MPs accused of fuelling ‘culture war’ by criticising terms like white privilege

Labour MPs on the education select committee have spoken out against the report’s focus on terminology.

Robert Halfon
Robert Halfon

Tory MPs have been accused of stoking a “culture war” with a report that claims terminology like “white privilege” may have contributed towards a “systemic neglect” of white working-class pupils.

The Conservative-dominated Commons Education Select Committee said white working-class pupils have been “let down” for decades by England’s education system – and “divisive” language can make the situation worse.

The report suggests schools should consider whether the promotion of such “politically controversial” terminology is consistent with their duties under the Equality Act 2010.

However, Labour MPs on the committee opposed the criticism of terms like “white privilege” in the report.

Fleur Anderson, Labour MP for Putney, Southfields and Roehampton and a committee member, said: “I’m concerned this report will be used to fight a divisive culture war instead of address chronic under-funding of early years, family hubs, careers advice and mentoring, and youth services.”

In a tweet, she said: “There is a lot that needs to be heard in this report about children badly let down. But I joined the Labour members in deciding that we had to vote against it.

“The report makes the issue race when we found it is more about disadvantage based on place.”

Kim Johnson, Labour MP for Liverpool Riverside and a committee member, tweeted: “Deeply depressing that we are seeing a Government that has presided over deep cuts to education diverting attention from that onto a fake culture war. Nothing changes.”
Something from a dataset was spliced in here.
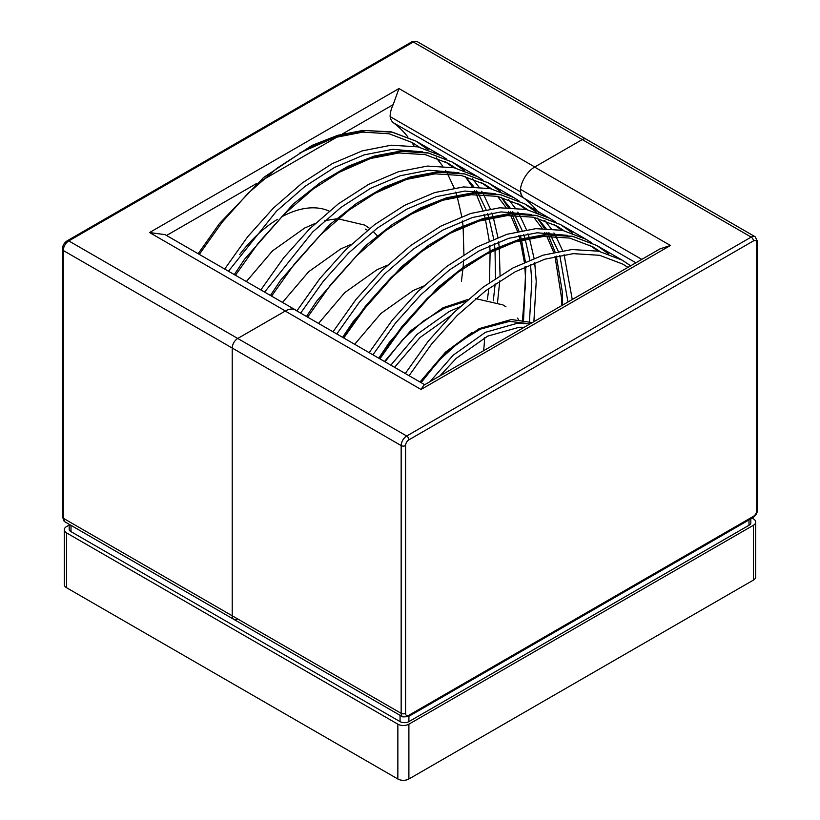 <?xml version="1.0" encoding="UTF-8"?>
<svg xmlns="http://www.w3.org/2000/svg" width="820" height="820" viewBox="0 0 820 820"><rect width="100%" height="100%" fill="white"/><g stroke="black" fill="none" stroke-linecap="round" stroke-linejoin="round"><path stroke-width="1.23" d="M752.124 518.148L753.416 518.896A7.81 4.51 180 0 1 755.702 522.084L755.702 576.911A7.81 4.51 180 0 1 753.416 580.099L408.893 779A7.81 4.51 180 0 1 397.854 779L66.584 587.745A7.81 4.51 180 0 1 64.298 584.557L64.298 529.73A7.81 4.51 180 0 1 66.584 526.543L69.177 525.046M755.702 522.084A7.81 4.51 180 0 1 753.416 525.271L408.893 724.173A7.81 4.51 180 0 1 397.854 724.173L66.584 532.918A7.81 4.51 180 0 1 64.298 529.73M472.074 332.469L445.485 352.149L419.983 381.997M524.205 327.272L519.06 327.293L487.644 336.128L456.227 358.35L439.817 375.99M450.928 315.546L420.096 337.481L394.584 367.329M608.799 254.026L596.796 245.487L573.241 236.539L546.53 234.858L517.645 240.516L487.644 253.247L457.652 272.537L428.768 297.639L402.876 326.514L379.896 358.853M572.657 233.157L560.654 224.629L537.1 215.67L510.388 213.999L481.504 219.647L451.512 232.378L421.511 251.678L392.626 276.77L366.735 305.645L343.764 337.983M572.268 299.526L564.098 254.682M562.592 250.592L555.878 236.293M554.74 234.325L553.92 232.962M551.143 228.698L544.644 220.354M536.516 212.298L524.513 203.76L500.958 194.801L474.257 193.13L445.362 198.788L415.371 211.519L385.38 230.809L356.485 255.912L330.593 284.786L307.623 317.125M533.892 321.676L536.229 281.301L534.712 262.748M534.056 258.29L529.443 238.323M529.013 236.949L527.967 233.823M526.46 229.723L519.736 215.424M518.609 213.466L517.789 212.103M515.001 207.829L508.513 199.496M500.384 191.429L488.382 182.901L464.827 173.942L438.116 172.272L409.231 177.919L379.229 190.65L349.238 209.951L320.353 235.043L294.513 263.856L271.574 296.112M497.545 302.252L499.78 280.87M500.046 275.458L499.267 247.845M499.154 246.717L498.58 241.879M497.914 237.421L493.302 217.454M492.871 216.08L491.826 212.954M490.319 208.864L483.605 194.565M482.467 192.597L481.647 191.234M478.87 186.97L472.371 178.627M464.243 170.57L452.24 162.032L428.686 153.073L401.974 151.403L373.09 157.061L343.098 169.791L313.096 189.082L284.212 214.184L258.372 242.997L235.432 275.253M461.404 281.383L462.962 268.642M463.095 267.289L463.648 260.001M463.915 254.6L463.136 226.976M463.023 225.859L462.439 221.01M461.783 216.562L457.16 196.595M456.73 195.221L455.684 192.095M454.178 187.995L447.464 173.696M446.326 171.739L445.506 170.375M442.728 166.101L436.23 157.768M428.101 149.701L416.099 141.163L392.544 132.215L365.843 130.544L336.948 136.192L306.957 148.922L276.955 168.223L248.07 193.315L222.23 222.128L199.301 254.384M630.672 265.803L622.185 260.155L598.641 251.197L571.929 249.526L543.045 255.174L513.043 267.904L483.052 287.205L454.157 312.297L428.265 341.181L405.295 373.51M591.302 242.597L586.054 239.286L562.499 230.338L535.788 228.657L506.903 234.315L476.902 247.045L446.91 266.336L418.026 291.438L392.134 320.312L369.154 352.651M555.16 221.738L549.912 218.427L526.358 209.469L499.646 207.798L470.762 213.446L440.77 226.176L410.769 245.477L381.884 270.569L355.993 299.443L333.022 331.782M519.019 200.869L513.771 197.558L490.227 188.6L463.515 186.929L434.62 192.587L404.629 205.318L374.637 224.608L345.743 249.71L319.851 278.585L296.881 310.923M522.463 320.005L525.599 283.033M482.888 180L477.64 176.7L454.085 167.741L427.374 166.071L398.489 171.718L368.487 184.449L338.496 203.749L309.611 228.841L283.771 257.654L260.832 289.911M446.746 159.141L441.498 155.831L417.944 146.872L391.232 145.201L362.348 150.859L332.356 163.59L302.354 182.88L273.47 207.983L247.63 236.785L224.69 269.052M520.464 190.558A20.305 11.716 120 0 0 520.423 191.839A20.305 11.716 120 0 0 523.744 198.01A215.506 124.425 -60 0 1 538.935 213.179A215.506 124.425 120 0 0 523.939 198.153A20.305 11.716 -60 0 1 520.423 189.317A20.305 11.716 -60 0 1 534.609 167.075L582.261 139.564A7.81 4.51 -60 0 1 586.167 139.174A7.81 4.51 120 0 0 582.261 139.564L534.773 166.983A20.305 11.716 120 0 0 534.609 167.075L670.432 245.487L421.039 389.469L285.227 311.057A20.305 11.716 -60 0 1 295.374 310.052L424.698 384.713M296.758 310.852A20.305 11.716 120 0 0 295.538 309.95A20.305 11.716 120 0 0 285.391 310.964L237.738 338.465A7.81 4.51 120 0 0 232.224 348.029L232.224 615.799A7.81 4.51 120 0 0 233.833 619.366A7.81 4.51 -60 0 1 232.224 615.799L232.224 348.029A7.81 4.51 -60 0 1 237.738 338.465L285.227 311.057M421.039 389.469L423.745 385.267L659.915 248.921L670.432 245.487M641.783 259.386L520.423 189.317M408.893 715.245A4.684 2.706 -60 0 1 405.582 713.338L405.582 445.578A4.684 2.706 -60 0 1 408.893 439.838L753.416 240.926A4.684 2.706 -60 0 1 756.727 242.843L756.727 510.604A4.684 2.706 -60 0 1 753.416 516.344L408.893 715.245A3.126 1.804 -120 0 1 408.247 716.68L402.784 716.905L233.833 619.366A7.81 4.51 120 0 0 237.738 618.977M342.237 134.06L393.159 104.663A20.305 11.716 -60 0 0 390.125 116.614A20.305 11.716 -60 0 0 393.446 122.785A215.506 124.425 -60 0 1 407.95 137.063M411.691 142.229A215.506 124.425 -60 0 1 414.172 146.165M329.179 211.109A105.411 60.854 120 0 0 281.352 217.044M277.447 219.319A105.411 60.854 120 0 0 239.645 254.589M483.554 350.745A105.411 60.854 120 0 0 484.528 337.737M295.538 309.95L165.097 234.643L149.568 232.542L398.961 88.56L534.773 166.983M393.159 104.663L398.961 88.56M390.125 116.614L520.423 191.839M750.823 518.896L750.823 522.719A6.242 3.608 180 0 1 748.998 525.271L408.893 721.62A6.242 3.608 180 0 1 400.058 721.62L71.002 531.647A6.242 3.608 180 0 1 69.177 529.095L69.177 524.298M66.584 532.918L66.584 587.745M397.854 724.173L397.854 779M753.416 525.271L753.416 580.099M408.893 724.173L408.893 779M532.323 322.578L511.372 319.523L479.116 328.646L446.849 351.554L420.629 382.366M518.537 319.605L517.502 318.139M506.022 306.854L502.926 304.896L475.713 298.634M468.005 299.423L442.974 307.787L410.717 330.696L384.488 361.507M530.048 323.9L517.697 323.172L485.44 332.295L453.173 355.203L430.008 381.659M459.712 306.936L449.298 311.436L417.042 334.345L390.812 365.156M423.571 286.077L413.157 290.567L380.9 313.476L354.681 344.287M387.44 265.208L377.026 269.708L344.759 292.617L318.539 323.428M351.298 244.35L340.884 248.839L308.627 271.748L282.49 302.426M377.261 235.76L373.11 231.342M369.687 228.431L364.705 225.09L338.117 218.807M336.272 218.889L324.843 220.59M315.157 223.481L304.743 227.98L272.486 250.889L246.359 281.557M600.055 251.514L593.024 246.922L569.808 238.087L543.476 236.437L515.001 241.992L485.44 254.518L455.869 273.521L427.404 298.234L401.892 326.647L379.25 358.483M563.914 230.645L556.882 226.053L533.666 217.228L507.334 215.568L478.87 221.123L449.298 233.659L419.737 252.652L391.263 277.365L365.751 305.788L343.119 337.614M567.952 302.016L559.804 255.43M558.287 251.33L551.05 236.16M549.974 234.366L548.887 232.603M546.058 228.421L537.387 218.099M527.772 209.776L520.741 205.195L497.525 196.359L471.203 194.699L442.728 200.264L408.442 215.393M529.453 321.604L531.811 281.301L530.499 264.45M529.874 259.95L525.189 239.225M524.779 237.913L523.662 234.561M522.155 230.471L514.909 215.301M513.843 213.497L512.746 211.744M509.917 207.562L501.245 197.241M491.641 188.918L484.61 184.326L461.393 175.5L435.061 173.84L406.587 179.395L372.3 194.524M493.312 300.745L495.157 283.945M495.505 278.4L495.024 249.741M494.921 248.644L494.357 243.591M493.732 239.081L489.048 218.366M488.638 217.054L487.521 213.702M486.014 209.602L478.767 194.432M477.701 192.638L476.604 190.875M473.775 186.693L465.104 176.372L472.187 186.663M455.5 168.049L448.468 163.467L425.252 154.631L398.92 152.971L370.455 158.537L336.169 173.666M419.358 147.19L412.327 142.598L389.11 133.762L362.788 132.112L334.314 137.668L300.028 152.797M627.956 267.371L622.841 264.132L599.615 255.297L573.293 253.646L544.818 259.202L515.257 271.738L485.686 290.731L457.211 315.444L431.709 343.867L409.067 375.693M597.749 251.012L589.816 245.17M567.337 235.35L537.151 232.777L508.677 238.333L479.116 250.869L449.544 269.872L421.08 294.585L395.568 322.998L372.926 354.824M561.608 230.153L553.674 224.301M531.206 214.491L501.01 211.919L472.545 217.474L442.974 230L413.413 249.003L384.939 273.716L359.426 302.139L336.794 333.965M561.741 305.604L561.628 298.511L554.996 256.434M553.654 252.304L546.786 236.242M545.884 234.561L544.726 232.511M542.194 228.39L533.676 217.228M525.476 209.284L517.543 203.442M495.065 193.623L464.878 191.05L436.404 196.605L406.843 209.141L377.272 228.144L348.797 252.847L323.295 281.27L300.653 313.096M522.811 320.097L525.487 277.652L524.841 266.951M524.359 262.328L520.259 240.455M519.921 239.204L518.865 235.576M517.522 231.435L510.645 215.383M509.743 213.702L508.584 211.652M506.063 207.532L497.535 196.359M489.335 188.426L481.401 182.573M458.923 172.753L428.737 170.191L400.262 175.746L370.702 188.272L341.13 207.275L312.666 231.988L264.604 292.094M453.193 167.557L445.26 161.714M422.792 151.895L392.595 149.322L364.131 154.877L334.56 167.413L304.999 186.406L276.524 211.119L228.462 271.225M408.893 439.838A3.126 1.804 -120 0 0 406.689 436.014L68.798 240.926A7.81 4.51 120 0 0 63.273 250.489L401.164 445.578A7.81 4.51 -60 0 1 406.689 436.014L751.202 237.103L413.311 42.025L68.798 240.926A3.126 1.804 60 0 0 67.23 240.772L411.753 41.871A3.126 1.804 60 0 1 413.311 42.025A7.81 4.51 120 0 1 417.216 41.635L755.107 236.713A7.81 4.51 -60 0 0 751.202 237.103A3.126 1.804 -120 0 1 753.416 240.926M402.784 716.905A7.81 4.51 -60 0 1 401.164 713.338L63.273 518.25A7.81 4.51 120 0 0 64.893 521.827L233.833 619.366M405.582 713.338A3.126 1.804 0 0 1 401.164 713.338L401.164 445.578A3.126 1.804 180 0 0 405.582 445.578M635.889 262.789L523.939 198.153M756.727 242.843A3.126 1.804 0 0 0 757.639 241.572L755.107 236.713M757.639 241.572L757.639 509.333A3.126 1.804 180 0 1 756.727 510.604M757.639 509.333C757.413 512.951 755.784 515.76 752.77 517.768A3.126 1.804 -120 0 0 753.416 516.344M285.391 310.964L149.568 232.542M63.273 250.489L63.273 518.25A3.126 1.804 180 0 1 62.361 516.979L62.361 249.218A3.126 1.804 -0 0 0 63.273 250.489M393.446 122.785L523.744 198.01M166.562 235.483L256.967 183.29M261.939 180.421L337.779 136.632M748.998 519.952L748.998 525.271M408.893 716.301L408.893 721.62M71.002 525.353L71.002 531.647M400.058 715.337L400.058 721.62M526.635 323.418L509.476 321.358L480.489 329.097L459.282 342.032L438.966 360.369L421.131 382.653M465.873 301.299L444.348 308.238L423.14 321.163L402.825 339.5L384.99 361.794M367.401 230.266L365.351 229.077M198.153 253.728L219.422 223.604L263.63 177.479L311.979 145.406L337.789 135.29L362.819 130.431L391.099 131.805L416.099 141.163L441.498 155.831M622.185 260.155L596.796 245.487L572.298 236.232L544.624 234.653L518.988 239.471L492.512 249.803L464.776 266.121L437.747 287.533L389.141 342.647L378.758 358.196M586.054 239.286L560.654 224.629L536.167 215.373L508.492 213.794L482.847 218.602L456.371 228.944L428.634 245.262L401.605 266.664L353 321.778L342.616 337.327M549.912 218.427L524.513 203.76L500.026 194.504L472.351 192.925L446.705 197.743L420.24 208.075L392.493 224.393L365.474 245.805L316.858 300.909L306.475 316.469M513.771 197.558L488.371 182.901L463.884 173.645L436.209 172.067L410.574 176.874L384.098 187.206L356.362 203.534L329.332 224.936L280.727 280.05L270.426 295.456M477.64 176.7L452.24 162.032L427.753 152.776L400.078 151.198L374.433 156.015L347.957 166.347L320.22 182.665L293.191 204.077L244.585 259.181L234.294 274.597M562.653 305.071L562.284 291.654L556.339 256.137M555.068 251.986L548.693 236.191M547.822 234.448L546.817 232.542M544.459 228.39L537.356 218.089M523.549 320.21L525.835 266.5M525.384 261.867L521.52 240.127M521.192 238.845L520.208 235.268M518.927 231.127L512.551 215.322M511.68 213.589L510.675 211.673M508.328 207.532L501.215 197.23M487.408 299.351L488.884 288.363M489.468 282.521L490.124 252.099M490.073 251.012L489.694 245.631M489.243 240.998L485.378 219.258M485.05 217.987L484.066 214.409M482.785 210.258L476.42 194.463M475.549 192.72L474.544 190.814M408.247 716.68L752.77 517.768M62.361 516.979L64.893 521.827M62.361 249.218C62.586 245.6 64.216 242.781 67.23 240.772M411.753 41.871L417.216 41.635"/></g></svg>
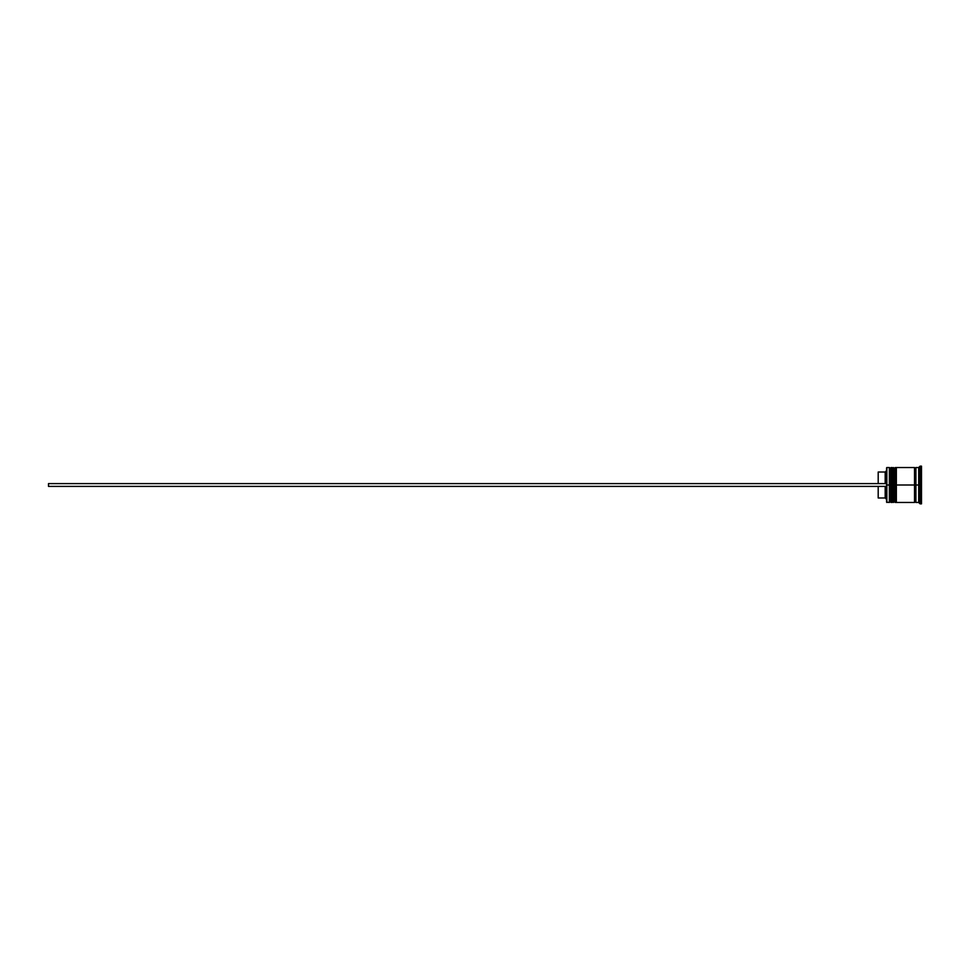 <?xml version="1.0" encoding="UTF-8"?>
<svg xmlns="http://www.w3.org/2000/svg" width="970" height="970" viewBox="0 0 970 970"><rect width="100%" height="100%" fill="white"/><g stroke="black" fill="none" stroke-linecap="round" stroke-linejoin="round"><path stroke-width="1.45" d="M890.217 485L890.217 501.623L890.217 485L890.217 501.623L890.217 485L891.054 485L889.369 485L889.369 502.46L889.369 485L886.58 485L886.58 502.181L886.58 467.819L886.859 502.46L886.859 485L889.369 485L889.369 467.54L889.369 485L890.217 485L890.217 468.377L890.217 485M892.17 501.623L891.333 502.46L891.333 485L892.17 485L891.333 485L891.054 502.46L891.054 485L891.054 502.46L890.217 501.623L889.369 502.46L886.58 502.181M891.333 485L891.333 467.54L891.333 485M892.17 468.377L891.054 467.54L891.054 485L891.054 467.54L890.217 468.377L889.369 467.54L886.859 467.54L886.859 485L886.58 467.819M894.401 485L894.401 501.623L894.401 485L894.401 501.623L894.401 485L895.237 485L893.564 485L893.564 502.46L893.564 485L892.17 485L892.17 502.46L892.17 485L893.564 485L893.564 467.54L893.564 485L894.401 485L894.401 468.377L894.401 485M896.353 501.623L895.516 502.46L895.516 485L896.353 485L895.516 485L895.237 502.46L895.237 485L895.237 502.46L894.401 501.623L892.17 502.46M895.516 485L895.516 467.54L895.516 485M896.353 468.377L895.237 467.54L895.237 485L895.237 467.54L894.401 468.377L892.17 467.54L892.17 485L892.17 467.54M914.516 502.314L915.219 501.623L915.219 485L915.91 485L915.219 485L915.219 468.377L915.219 485L896.353 485L896.353 502.46L896.353 485L915.219 485L915.219 501.623L915.91 502.314M920.106 485L918.711 485L918.711 502.46L918.711 485L915.91 485L915.91 502.46L915.91 485L918.711 485L918.711 467.54L918.711 485L920.106 485L920.106 503.854L920.106 485L921.5 485L920.106 485L920.106 466.146L920.106 485M914.516 467.54L914.516 502.46L914.516 467.54L896.353 467.54L896.353 485L896.353 467.54M921.5 503.854L921.5 485L921.5 503.854L920.106 503.854L918.711 502.46L915.91 502.46M885.186 486.394L885.186 497.986L885.186 486.394M878.202 486.394L878.202 497.986L878.202 486.394M921.5 466.146L921.5 485L921.5 466.146L920.106 466.146L918.711 467.54L915.91 467.54L915.91 485L915.91 467.54M878.202 472.014L878.202 483.606L878.202 472.014L885.186 472.014L885.186 483.606L885.186 472.014L886.58 470.608M48.5 486.394L886.58 486.394L48.5 486.394L48.5 483.606L886.58 483.606L48.5 483.606L48.5 486.394M914.516 467.685L915.219 468.377L915.91 467.685M914.516 502.46L896.353 502.46M878.202 497.986L885.186 497.986L886.58 499.392"/></g></svg>

Committee chairman and Tory MP Robert Halfon denied he was trying to engage in culture wars by bringing up white privilege.

The committee made recommendations to improve white working-class pupils’ outcomes, including finding “a better way to talk about racial disparities” to avoid pitting different groups against each other.

The committee agreed with the Commission on Race and Ethnic Disparities that discourse around the term “white privilege” can be “divisive”.

Labour MP Diane Abbott accused the Conservative MPs of hijacking the committee “to peddle divisive ‘culture wars’ nonsense”.

In a tweet, she said: “The truth is that this Government fails pupils across the board. They also have no significant proposals to fundamentally alter that.

“Instead their attack on the term white privilege is designed to cause division. This is the politics of divide and rule applied to education.”

Mr Halfon told BBC Radio 4’s Today programme the term white privilege was “wrong-headed” because it “says there is collective guilt when it should be individual responsibility for racists acts”.

The Tory MP added: “What we are saying is that is the wrong way to describe this and deal with racism because it pits one group against another.

“One of the reasons we found that white working-class boys and girls are struggling in education is because the families have disengaged from the education system and we believe this concept of white privilege perpetuates that idea.”

When asked whether MPs were trying to create a culture war, Mr Halfon said: “I have never engaged in culture wars, all I care about, as our committee does, is addressing the decades of neglect that have led to a situation where white working-class boys and girls from disadvantaged backgrounds are underperforming.”

He told Times Radio: “You’re telling poorer white communities that they are white privileged, when all it does is lead to further disengagement from the education system and pits one group against another.”

The report concluded that disadvantaged white pupils have been badly let down by “muddled” policy thinking and the Department for Education (DfE) has failed to acknowledge the extent of the problem.

A network of family hubs should be introduced to boost parental engagement and mitigate the effects of multi-generational disadvantage, it said.

It added that funding needs to be tailor-made at a local level, initiatives should focus on attracting good teachers to challenging areas, and vocational and apprenticeship opportunities should be promoted.

Daisy Cooper MP, Liberal Democrat spokesperson for education, said: “The real story of this report is the Government is badly letting down all of our country’s poorest children.

“Pitting kids against each other based on the colour of their skin is a truly despicable thing to do.

“Instead of stoking up the culture war, the Government should get its act together and provide proper funding for the catch up programme families so desperately need.”

A DfE spokesperson said: “This Government is focused on levelling up opportunity so that no young person is left behind.

“That’s why we are providing the biggest uplift to school funding in a decade – £14 billion over three years – investing in early years education and targeting our ambitious recovery funding, worth £3 billion to date, to support disadvantaged pupils aged two to 19 with their attainment.”